→ **Problem to work on**
This exercise calls for every line of the data below with the string "shown" in it.

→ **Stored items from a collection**
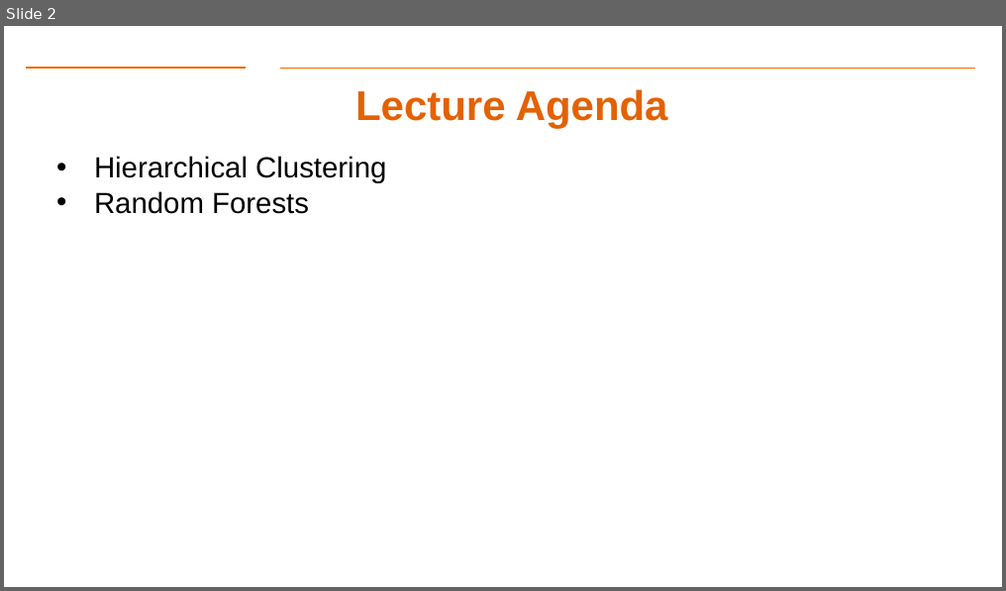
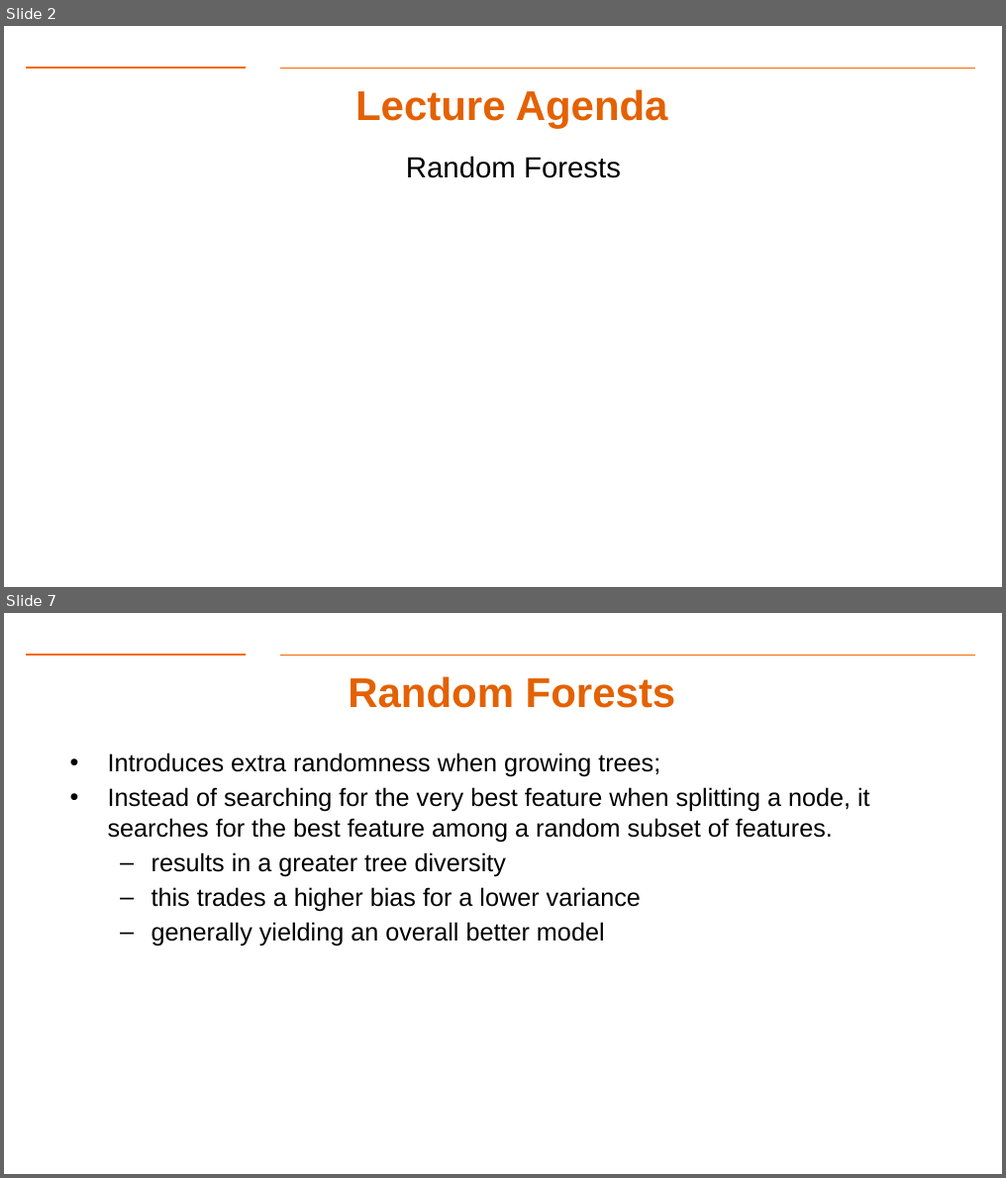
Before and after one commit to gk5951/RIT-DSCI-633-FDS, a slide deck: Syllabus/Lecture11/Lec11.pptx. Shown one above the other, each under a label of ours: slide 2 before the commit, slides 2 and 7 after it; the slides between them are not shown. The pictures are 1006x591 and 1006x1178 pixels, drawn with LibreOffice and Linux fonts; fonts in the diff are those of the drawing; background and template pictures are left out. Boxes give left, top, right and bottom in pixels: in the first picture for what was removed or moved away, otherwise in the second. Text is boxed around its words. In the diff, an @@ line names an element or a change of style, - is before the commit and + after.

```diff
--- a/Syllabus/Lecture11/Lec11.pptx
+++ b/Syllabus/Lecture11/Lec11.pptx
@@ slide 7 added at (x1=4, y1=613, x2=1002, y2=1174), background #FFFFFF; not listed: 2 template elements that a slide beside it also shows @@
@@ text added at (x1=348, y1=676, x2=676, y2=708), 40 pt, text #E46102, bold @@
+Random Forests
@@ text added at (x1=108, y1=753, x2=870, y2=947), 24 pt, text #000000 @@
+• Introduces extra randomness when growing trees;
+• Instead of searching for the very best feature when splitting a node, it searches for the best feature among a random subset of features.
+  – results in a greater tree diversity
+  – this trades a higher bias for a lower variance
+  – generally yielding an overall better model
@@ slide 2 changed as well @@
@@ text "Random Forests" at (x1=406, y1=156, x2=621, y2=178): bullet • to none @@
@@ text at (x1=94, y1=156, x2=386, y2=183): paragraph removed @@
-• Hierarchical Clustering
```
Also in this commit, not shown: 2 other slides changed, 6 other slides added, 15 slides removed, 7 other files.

→ **Solution to this task**
Before and after one commit to gk5951/RIT-DSCI-633-FDS, a slide deck: Syllabus/Lecture11/Lec11.pptx. Shown one above the other, each under a label of ours: slide 2 before the commit, slides 2 and 7 after it; the slides between them are not shown. The pictures are 1006x591 and 1006x1178 pixels, drawn with LibreOffice and Linux fonts; fonts in the diff are those of the drawing; background and template pictures are left out. Boxes give left, top, right and bottom in pixels: in the first picture for what was removed or moved away, otherwise in the second. Text is boxed around its words. In the diff, an @@ line names an element or a change of style, - is before the commit and + after.
Also in this commit, not shown: 2 other slides changed, 6 other slides added, 15 slides removed, 7 other files.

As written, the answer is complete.